Each disk sector is labelled using the factory track-positioning
data. Sector identification data is written to the area immediately
before the contents of the sector and identifies the starting address
of the sector.
The optimal method of storing a file on a disk is in a contiguous
series, i.e. all data in a stream stored end-to-end in a single line.
As many files are larger than 512 bytes, it is up to the file system
to allocate sectors to store the file's data. For example, if the file
size is 800 bytes, two 512 k sectors are allocated for the file. A
cluster is typically the same size as a sector. These two sectors with
800 bytes of data are called two clusters.

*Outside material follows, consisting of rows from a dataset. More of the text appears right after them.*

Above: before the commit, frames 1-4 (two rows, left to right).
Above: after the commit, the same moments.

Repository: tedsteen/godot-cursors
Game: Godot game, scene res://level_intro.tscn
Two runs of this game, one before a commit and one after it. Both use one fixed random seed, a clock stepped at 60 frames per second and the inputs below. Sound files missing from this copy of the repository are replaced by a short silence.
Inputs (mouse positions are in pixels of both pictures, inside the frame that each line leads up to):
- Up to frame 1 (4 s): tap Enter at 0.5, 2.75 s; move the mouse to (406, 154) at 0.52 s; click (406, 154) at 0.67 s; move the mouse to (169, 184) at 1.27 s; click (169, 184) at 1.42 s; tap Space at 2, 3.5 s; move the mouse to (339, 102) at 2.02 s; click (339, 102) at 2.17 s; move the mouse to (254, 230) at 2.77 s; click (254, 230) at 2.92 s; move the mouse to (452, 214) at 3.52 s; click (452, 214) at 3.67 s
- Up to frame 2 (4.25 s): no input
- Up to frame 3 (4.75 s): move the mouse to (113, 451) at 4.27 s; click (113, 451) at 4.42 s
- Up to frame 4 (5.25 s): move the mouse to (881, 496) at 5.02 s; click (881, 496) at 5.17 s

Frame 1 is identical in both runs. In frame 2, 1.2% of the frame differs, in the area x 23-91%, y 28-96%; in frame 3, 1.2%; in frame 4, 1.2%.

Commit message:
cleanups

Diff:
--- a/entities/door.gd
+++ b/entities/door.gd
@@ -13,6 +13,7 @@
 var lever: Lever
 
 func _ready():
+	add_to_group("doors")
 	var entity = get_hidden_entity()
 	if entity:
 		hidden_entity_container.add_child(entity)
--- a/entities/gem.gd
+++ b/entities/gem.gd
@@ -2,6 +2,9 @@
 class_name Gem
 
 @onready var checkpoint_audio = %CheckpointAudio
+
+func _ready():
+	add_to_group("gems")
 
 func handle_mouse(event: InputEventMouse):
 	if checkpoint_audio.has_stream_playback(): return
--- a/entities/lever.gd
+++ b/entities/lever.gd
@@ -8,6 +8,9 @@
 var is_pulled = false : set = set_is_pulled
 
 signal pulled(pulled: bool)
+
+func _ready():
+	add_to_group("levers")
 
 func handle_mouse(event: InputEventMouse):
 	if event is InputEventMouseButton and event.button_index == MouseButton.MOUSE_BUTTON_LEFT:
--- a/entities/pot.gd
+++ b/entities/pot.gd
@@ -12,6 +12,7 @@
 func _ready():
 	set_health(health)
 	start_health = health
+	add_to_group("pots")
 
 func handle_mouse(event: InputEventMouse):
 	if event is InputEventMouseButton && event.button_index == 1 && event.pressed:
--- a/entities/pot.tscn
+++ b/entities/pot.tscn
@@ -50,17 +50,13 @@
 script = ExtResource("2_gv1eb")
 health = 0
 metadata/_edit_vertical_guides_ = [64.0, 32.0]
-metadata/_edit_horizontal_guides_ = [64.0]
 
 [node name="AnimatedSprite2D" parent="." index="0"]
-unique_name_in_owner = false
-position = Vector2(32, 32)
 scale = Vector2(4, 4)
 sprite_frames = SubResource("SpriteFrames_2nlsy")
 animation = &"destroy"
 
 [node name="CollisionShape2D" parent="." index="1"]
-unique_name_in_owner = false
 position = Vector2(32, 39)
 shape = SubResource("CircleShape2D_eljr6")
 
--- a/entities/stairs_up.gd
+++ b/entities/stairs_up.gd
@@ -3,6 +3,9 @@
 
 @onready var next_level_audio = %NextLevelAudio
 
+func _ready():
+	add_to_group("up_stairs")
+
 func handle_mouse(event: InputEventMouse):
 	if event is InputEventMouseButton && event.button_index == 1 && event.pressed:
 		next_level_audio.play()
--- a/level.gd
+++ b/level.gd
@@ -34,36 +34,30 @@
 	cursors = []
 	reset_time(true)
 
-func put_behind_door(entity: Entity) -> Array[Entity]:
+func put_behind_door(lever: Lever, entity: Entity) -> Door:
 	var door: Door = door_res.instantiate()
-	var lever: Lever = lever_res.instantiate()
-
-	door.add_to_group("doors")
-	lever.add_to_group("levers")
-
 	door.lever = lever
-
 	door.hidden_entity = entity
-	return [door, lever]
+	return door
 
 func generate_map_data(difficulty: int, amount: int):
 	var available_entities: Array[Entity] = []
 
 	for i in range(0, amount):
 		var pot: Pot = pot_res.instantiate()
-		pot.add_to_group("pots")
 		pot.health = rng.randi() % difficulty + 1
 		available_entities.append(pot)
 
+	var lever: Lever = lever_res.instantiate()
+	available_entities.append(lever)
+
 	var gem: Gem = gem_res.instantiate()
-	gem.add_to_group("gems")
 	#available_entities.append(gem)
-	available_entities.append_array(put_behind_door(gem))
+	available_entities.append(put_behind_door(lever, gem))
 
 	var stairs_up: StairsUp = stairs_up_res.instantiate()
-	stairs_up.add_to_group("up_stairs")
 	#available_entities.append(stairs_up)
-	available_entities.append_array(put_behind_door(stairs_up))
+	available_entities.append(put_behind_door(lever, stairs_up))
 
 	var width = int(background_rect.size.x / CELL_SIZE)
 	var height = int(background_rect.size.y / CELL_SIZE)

They are called clusters because the space is reserved for the data
contents. This process protects the stored data from being
over-written. Later, if data is appended to the file and its size
grows to 1600 bytes, another two clusters are allocated, storing the
entire file within four clusters.
If contiguous clusters are not available (clusters that are
adjacent to each other on the disk), the second two clusters may be
written elsewhere on the same disk or within the same cylinder or on a
different cylinder - wherever the file system finds two sectors
available. A file stored in this non-contiguous manner is considered
to be fragmented. Fragmentation can slow down system performance if the file system
must direct the drive heads to several different addresses to find all
the data in the file you want to read.
The extra time for the heads to travel to a number of addresses
causes a delay before the entire file is retrieved.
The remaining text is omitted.